View Single Post

CaptRavenous's Avatar

04.11.2013 , 04:51 PM | #104
Quote: Originally Posted by Warwench View Post
So what i gather, is you expect to be able to take a security control like disabling cookies or disabling javascript (or disabling anything else that potentially adds risk while using rich experiences online) and get the same rich experience?

you sir have 2 problems, you don't know how security works and you dont know how the internet works.

You cannot blatantly apply a security control across something like the internet to disable the rich experience and then whine because it doesn't work. You've done none of YOUR due diligence to determine the risk of what the control works on for the site you are applying it against. You need to evaluate, are cookies on this site ok or not? Do i trust the site? Am I ok with the loss of functionality from disabling cookies? the same goes for anything else, java, javascript, flash etc etc.

There are a lot of place you absolutely DO want to disable all of it because the impact of untrusted code is high and the loss of functionality is something you don't care about. you have to evaluate the risk, the impact and the likelihood on a site by site basis.

You haven't done that though, you've just disabled things on all sites and said screw it, i don't care what loss of functionality I might suffer.
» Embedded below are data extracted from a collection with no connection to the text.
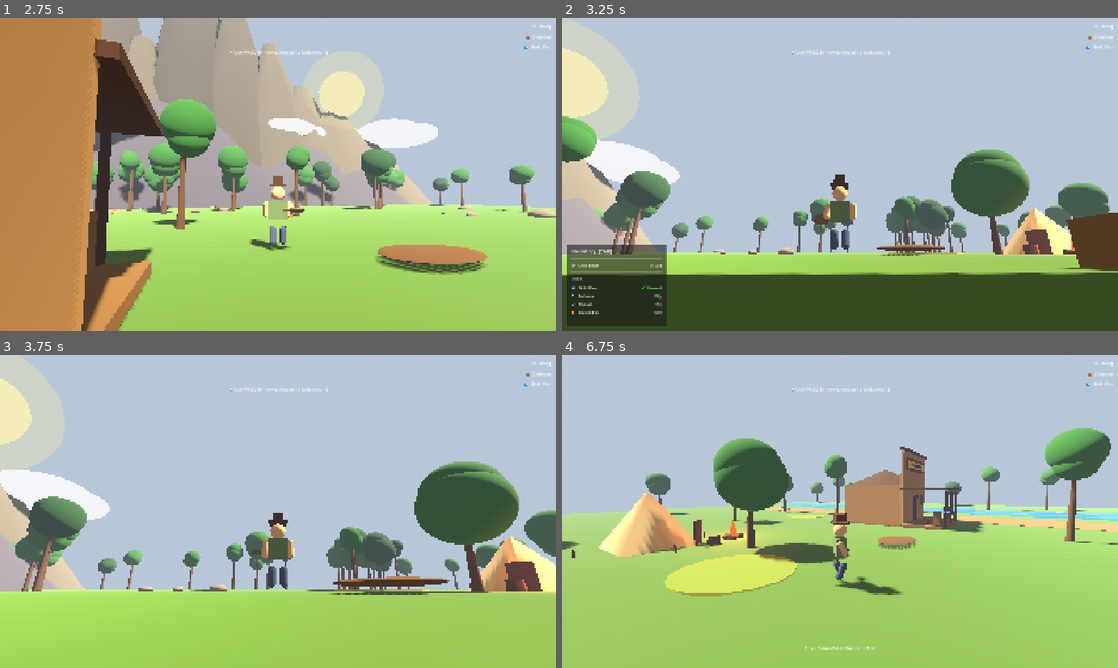
Above: before the commit, frames 1-4 (two rows, left to right).
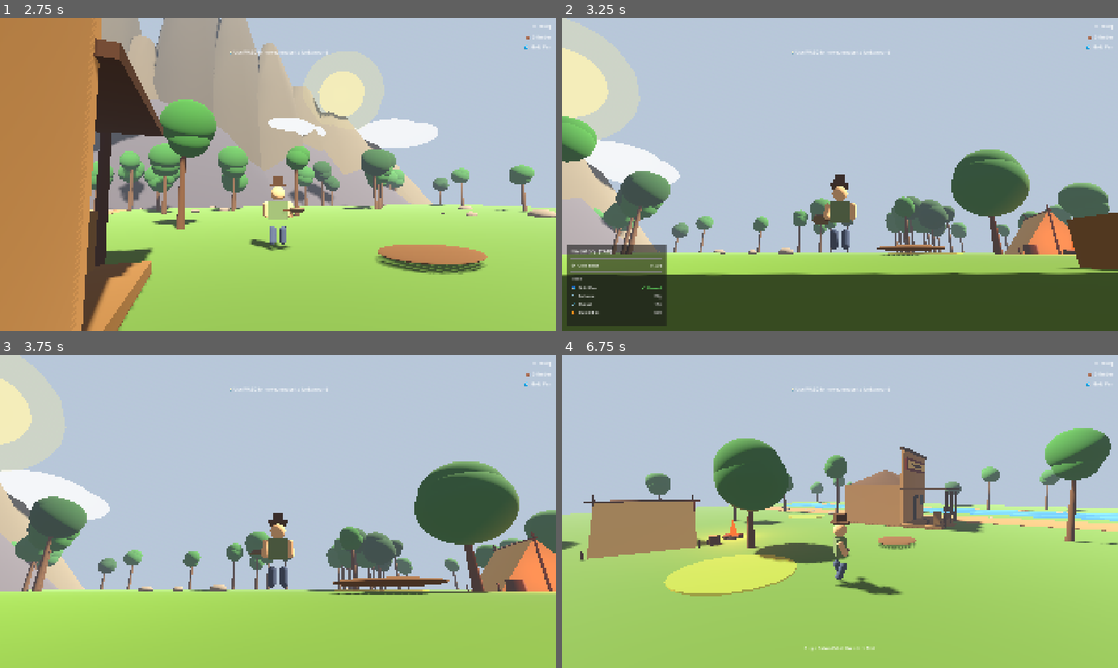
Above: after the commit, the same moments.

Repository: beachclaw/GoldRush1849
Game: Godot game, scene res://scenes/main_menu.tscn
Two runs of this game, one before a commit and one after it. Both use one fixed random seed, a clock stepped at 60 frames per second and the inputs below.
Inputs (mouse positions are in pixels of both pictures, inside the frame that each line leads up to):
- Up to frame 1 (2.75 s): click "Start Game" at 0.5 s; tap Enter (ui_accept) at 1.25, 1.52, 2.27 s; move the mouse to (305, 174) at 1.27 s; hold W (move_forward) 1.28-2.03 s; tap Tab at 1.35, 2.1 s; move the mouse to (166, 190) at 2.02 s; hold S (move_back) from 2.03 s (still down)
- Up to frame 2 (3.25 s): move the mouse to (851, 168) at 2.77 s; release S (move_back) at 2.78 s; hold W (move_forward) from 2.78 s (still down); tap Tab at 2.85 s
- Up to frame 3 (3.75 s): keep holding W (move_forward); move the mouse to (250, 574) at 3.52 s; tap Tab at 3.6 s
- Up to frame 4 (6.75 s): tap Enter (ui_accept) at 3.77, 4.52, 5.27 s; move the mouse to (878, 514) at 4.27 s; tap Tab every 0.75 s from 4.35 to 6.6 s; move the mouse to (673, 464) at 5.02 s; release W (move_forward) at 5.03 s; hold A (move_left) 5.03-5.78 s; move the mouse to (845, 511) at 5.77 s; hold W (move_forward) 5.78-6.53 s; move the mouse to (756, 433) at 6.52 s; hold D (move_right) from 6.53 s (still down)

Frame 1 is identical in both runs. In frame 2, 1.2% of the frame differs, in the area x 79-92%, y 59-76%; in frame 3, 1.8%; in frame 4, 3.2%, in the area x 1-27%, y 44-66%.

Commit message:
feat: buckskinner A-frame tent replacing pyramid tent
- PrismMesh A-frame shape auto-rotated to face campfire
- Ridge pole along tent top, front and back center support poles
- Corner stakes at the 4 base edges of the A-frame
- Removed floating door box and bedroll from old pyramid design

Co-Authored-By: Claude Opus 4.6 <noreply@anthropic.com>

Diff:
--- a/src/world/Scenery.gd
+++ b/src/world/Scenery.gd
@@ -153,50 +153,54 @@
 	var TENT_POS  := Vector3(10.0, 0.0, 12.0)
 	var FIRE_POS  := Vector3(6.5,  0.0, 10.5)
 
-	# ── Tent — pyramid shape
+	# ── Tent — buckskinner A-frame wedge tent, open front facing the fire
+	# PrismMesh: triangle cross-section in X-Y plane, ridge runs along Z.
+	# We rotate so the opening faces the campfire (SW of tent).
+	var tent_dir: float = atan2(FIRE_POS.x - TENT_POS.x, FIRE_POS.z - TENT_POS.z)
+
 	var tent := MeshInstance3D.new()
-	var tm   := CylinderMesh.new()
-	tm.top_radius      = 0.08
-	tm.bottom_radius   = 2.2
-	tm.height          = 2.6
-	tm.radial_segments = 4
-	tm.rings           = 1
-	tent.mesh     = tm
-	tent.position = TENT_POS + Vector3(0, 1.3, 0)
-	tent.rotation.y = PI / 4.0
+	var prism := PrismMesh.new()
+	prism.size = Vector3(3.2, 2.2, 3.8)  # width, height, depth
+	tent.mesh     = prism
+	tent.position = TENT_POS + Vector3(0, 1.1, 0)
+	tent.rotation.y = tent_dir
 	add_child(tent)
 	_set_mat(tent, mat_canvas)
 
-	# Tent door — dark opening facing the fire
-	var door := MeshInstance3D.new()
-	var dm   := BoxMesh.new()
-	dm.size       = Vector3(0.9, 1.2, 0.05)
-	door.mesh     = dm
-	door.position = TENT_POS + Vector3(-1.52, 0.6, -1.52)
-	door.rotation.y = PI / 4.0
-	add_child(door)
-	_set_mat(door, _mat(Color(0.28, 0.18, 0.08)))
-
-	# Tent guy-rope stakes (4 small pegs around tent)
-	for angle in [0.0, PI/2.0, PI, 3.0*PI/2.0]:
-		var stake := MeshInstance3D.new()
-		var sm2   := CylinderMesh.new()
-		sm2.top_radius = 0.03; sm2.bottom_radius = 0.04; sm2.height = 0.35
-		stake.mesh     = sm2
-		stake.position = TENT_POS + Vector3(sin(angle) * 2.6, 0.17, cos(angle) * 2.6)
-		add_child(stake)
-		_set_mat(stake, mat_pole)
-
-	# Bedroll visible inside tent (log sitting near entrance)
-	var bedroll := MeshInstance3D.new()
-	var brm     := CylinderMesh.new()
-	brm.top_radius = 0.18; brm.bottom_radius = 0.20; brm.height = 1.1
-	bedroll.mesh     = brm
-	bedroll.position = TENT_POS + Vector3(-0.3, 0.2, 0.3)
-	bedroll.rotation.z = PI / 2.0
-	bedroll.rotation.y = PI / 3.0
-	add_child(bedroll)
-	_set_mat(bedroll, _mat(Color(0.55, 0.40, 0.28)))
+	# Ridge pole — runs along the tent's Z axis (depth), sticking out front
+	var ridge := MeshInstance3D.new()
+	var ridge_m := CylinderMesh.new()
+	ridge_m.top_radius = 0.04; ridge_m.bottom_radius = 0.05; ridge_m.height = 4.4
+	ridge.mesh     = ridge_m
+	ridge.position = TENT_POS + Vector3(0, 2.2, 0)
+	ridge.rotation = Vector3(PI / 2.0, tent_dir, 0)
+	add_child(ridge)
+	_set_mat(ridge, mat_pole)
+
+	# Front and back center poles
+	for dir_sign in [1.0, -1.0]:
+		var pole := MeshInstance3D.new()
+		var pole_m := CylinderMesh.new()
+		pole_m.top_radius = 0.04; pole_m.bottom_radius = 0.06; pole_m.height = 2.5
+		pole.mesh = pole_m
+		var pole_offset := Vector3(sin(tent_dir) * 1.9 * dir_sign, 1.25, cos(tent_dir) * 1.9 * dir_sign)
+		pole.position = TENT_POS + pole_offset
+		add_child(pole)
+		_set_mat(pole, mat_pole)
+
+	# Tent stakes — at the 4 bottom corners where canvas meets ground
+	var stake_fwd := Vector3(sin(tent_dir), 0, cos(tent_dir)) * 2.0
+	var stake_side := Vector3(cos(tent_dir), 0, -sin(tent_dir)) * 1.7
+	for fwd_sign in [-1.0, 1.0]:
+		for side_sign in [-1.0, 1.0]:
+			var stake := MeshInstance3D.new()
+			var sm2   := CylinderMesh.new()
+			sm2.top_radius = 0.03; sm2.bottom_radius = 0.04; sm2.height = 0.35
+			stake.mesh     = sm2
+			stake.position = TENT_POS + stake_fwd * fwd_sign + stake_side * side_sign + Vector3(0, 0.17, 0)
+			add_child(stake)
+			_set_mat(stake, mat_pole)
+
 
 	# Tree stump seat near fire
 	var stump := MeshInstance3D.new()
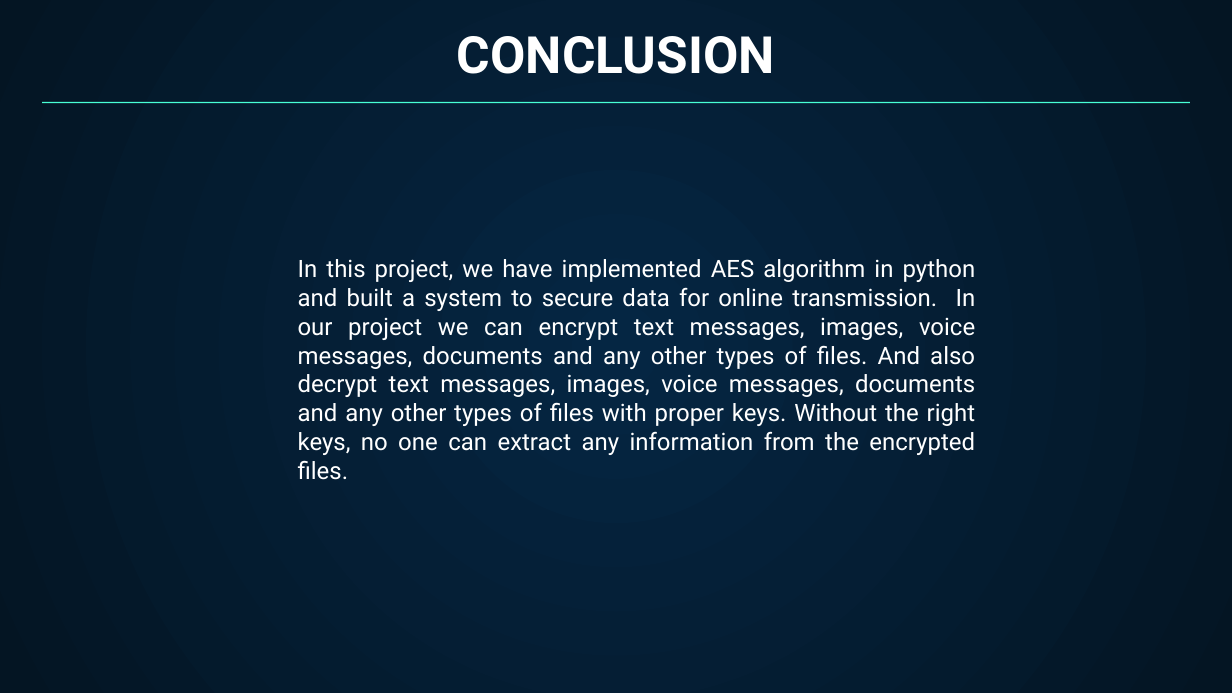
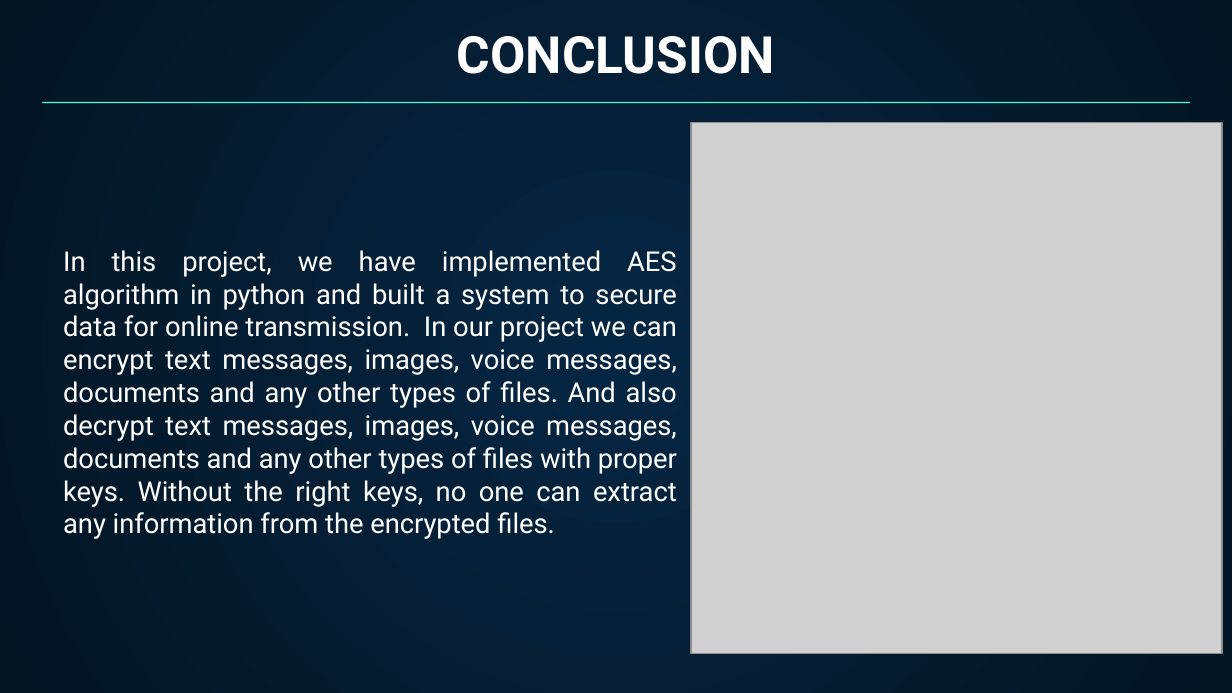
Before and after one commit to Tarequl-islam/Data-Encryption-using-AES, a slide deck: slide 19 of AES Project Presentation.pptx (slide 18 before the commit). Drawn at 1232x693 pixels with LibreOffice and Linux fonts; fonts in the diff are those of the drawing; grey boxes stand for pictures. Boxes give left, top, right and bottom in pixels: in the first picture for what was removed or moved away, otherwise in the second. Text is boxed around its words. In the diff, an @@ line names an element or a change of style, - is before the commit and + after.

```diff
--- a/AES Project Presentation.pptx
+++ b/AES Project Presentation.pptx
@@ picture added at (x1=691, y1=122, x2=1222, y2=653) @@
@@ text "In this project, we have ..." moved from (x1=298, y1=259, x2=976, y2=480) to (x1=63, y1=250, x2=677, y2=539) @@
@@ text "In this project, we have ..." at (x1=63, y1=250, x2=677, y2=539): size 14 to 16 pt @@
```
Also in this commit, not shown: 5 other slides changed, 1 slide added.
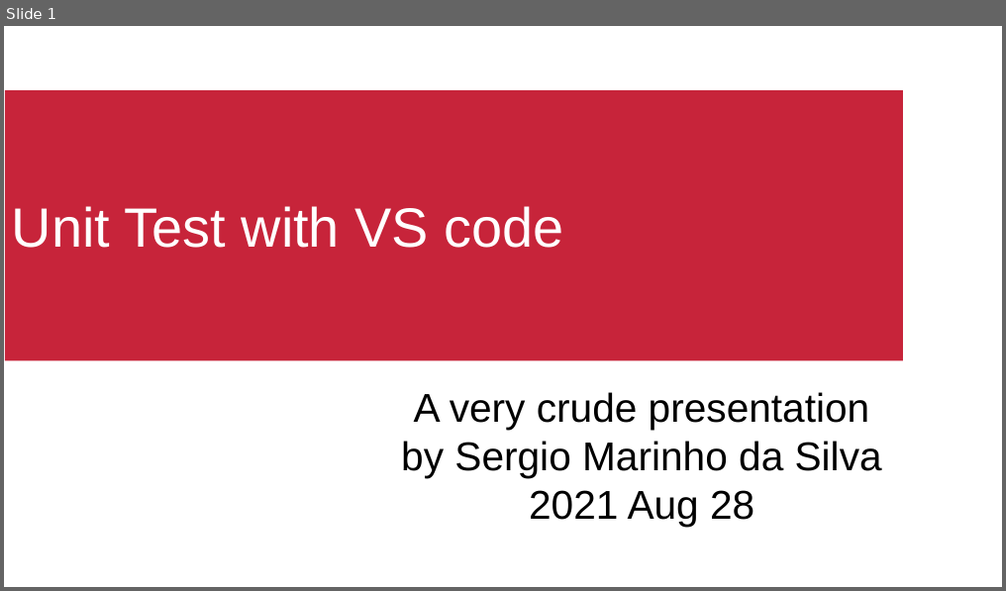
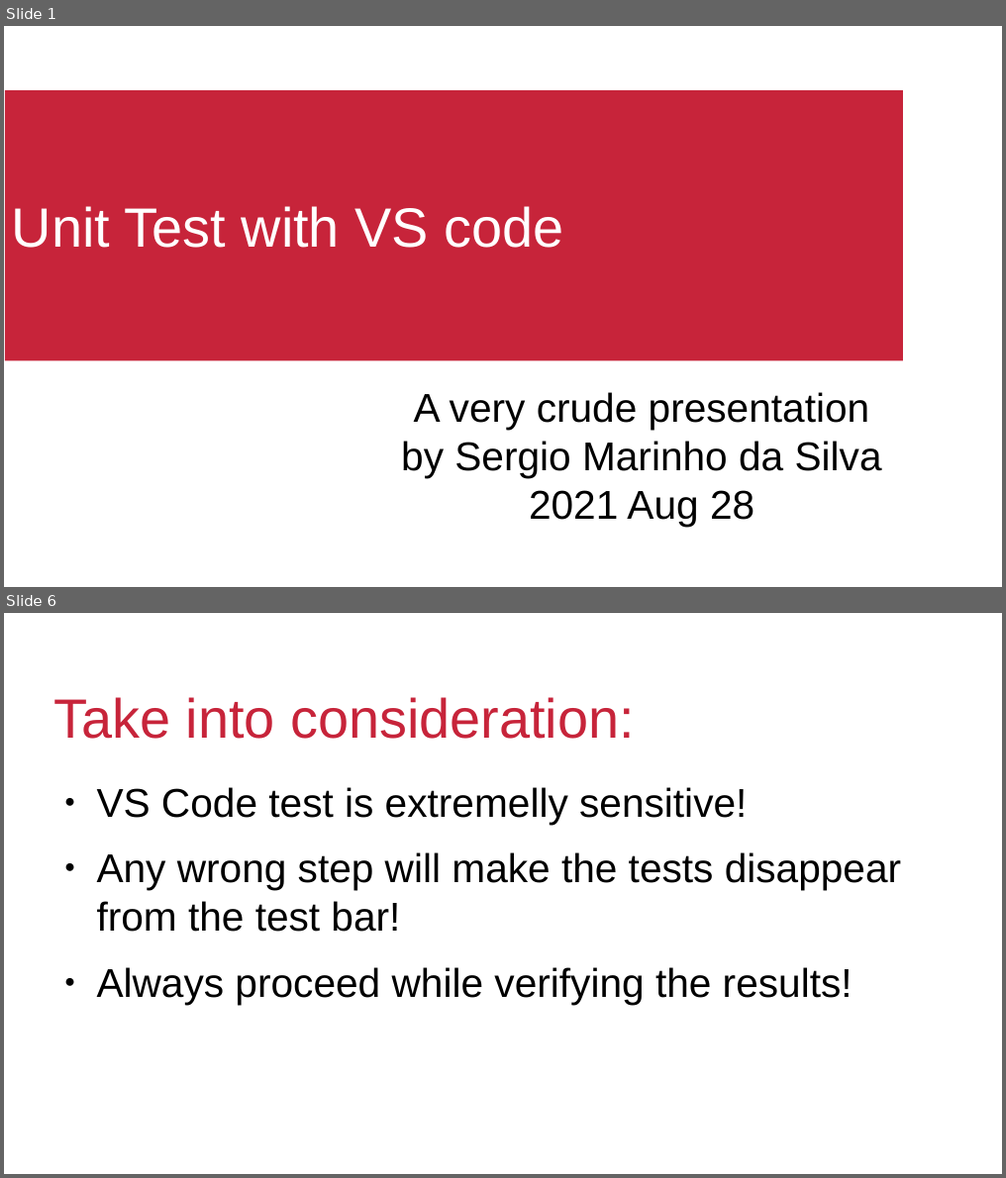
Before and after one commit to srgari/aulas_light_aplicadas, a slide deck: testing_codes/vscode_unittest/sergio_vscode_unittest.pptx. Shown one above the other, each under a label of ours: slide 1 before the commit, slides 1 and 6 after it; the slides between them are not shown. The pictures are 1006x591 and 1006x1178 pixels, drawn with LibreOffice and Linux fonts; fonts in the diff are those of the drawing; background and template pictures are left out. Boxes give left, top, right and bottom in pixels: in the first picture for what was removed or moved away, otherwise in the second. Text is boxed around its words. In the diff, an @@ line names an element or a change of style, - is before the commit and + after.

```diff
--- a/testing_codes/vscode_unittest/sergio_vscode_unittest.pptx
+++ b/testing_codes/vscode_unittest/sergio_vscode_unittest.pptx
@@ slide 6 added at [4, 613, 1002, 1174], background #FFFFFF @@
@@ text added at [54, 697, 635, 739], 44 pt, text #C7243A @@
+Take into consideration:
@@ text added at [97, 787, 901, 1005], 32 pt, text #000000 @@
+● VS Code test is extremelly sensitive!
+● Any wrong step will make the tests disappear from the test bar!
+● Always proceed while verifying the results!
@@ text added at [175, 1149, 408, 1174], 14 pt, text #FFFFFF @@
+<date/time>
@@ text added at [423, 1149, 739, 1174], 14 pt, text #FFFFFF @@
+<footer>
@@ page number added at [763, 1149, 996, 1174], 14 pt, text #FFFFFF @@
+6
```
Also in this commit, not shown: 2 slides changed.

Then you whine cos you lost functionality.

Website depend on good implementations of things like cookies/javascript to give their users a good experience. There is no way to examine who you are and determine that you don't need to be prompted without a little 2 way trust. If you wont trust SWTOR, they wont trust you. It's pretty simple and anyone with an OUNCE of actual security knowledge can see that.

Before you go off on tangents about cookie stealing and all that, be sure you REALLY understand how those things are done.

p.s. I do have quite a bit of security experience and can debate this and anything else around security all day if you like.
I have no problems on any other websites, MMOs, or forums like I've been having here since they implemented the changes. I keep my cookies disabled and temp files cleared out as a precautionary measure, just in-case myself or someone in my family does accidently come across a blind link or ad that installs a virus. I have had 2 viruses in 15 years of being online, both of which were a minor threat, because there was no important info to steal from my PC in the way of cookies of temp files. Windows remembers NONE of my passwords, I keep those in a safer place, off my PC.

I've played other MMOs, and still do. I've not had any troubles with their security as I am now having here. Same with other forums I visit, no problems, just here.

I've lost no functionality in doing things the way I do. I can visit any other websites, everything that should work, does work. Except here.

I never get prompted for a OTP when logging into the game, only when signing into the forums. These new security measures were poorly implemented, and aimed at players who know next to nothing about IT security, or its a ploy to get us all to buy security keys, probably both.

If I know nothing about IT security, then my PCs should be royally screwed with viruses, Trojans, and keyloggers. They're not. I own 3 PCs and a laptop, and have never had any major problems with security, just the 2 viruses, as stated earlier. My track record with PCs and keeping them secure speaks for itself. I used to do government IT security. No PC or network was compromised under my watch.

Bottom line, my internet works just fine everywhere else, just not here with the stupid implementation of this OTP feature.

P.S. You'll note I didn't personally attack you.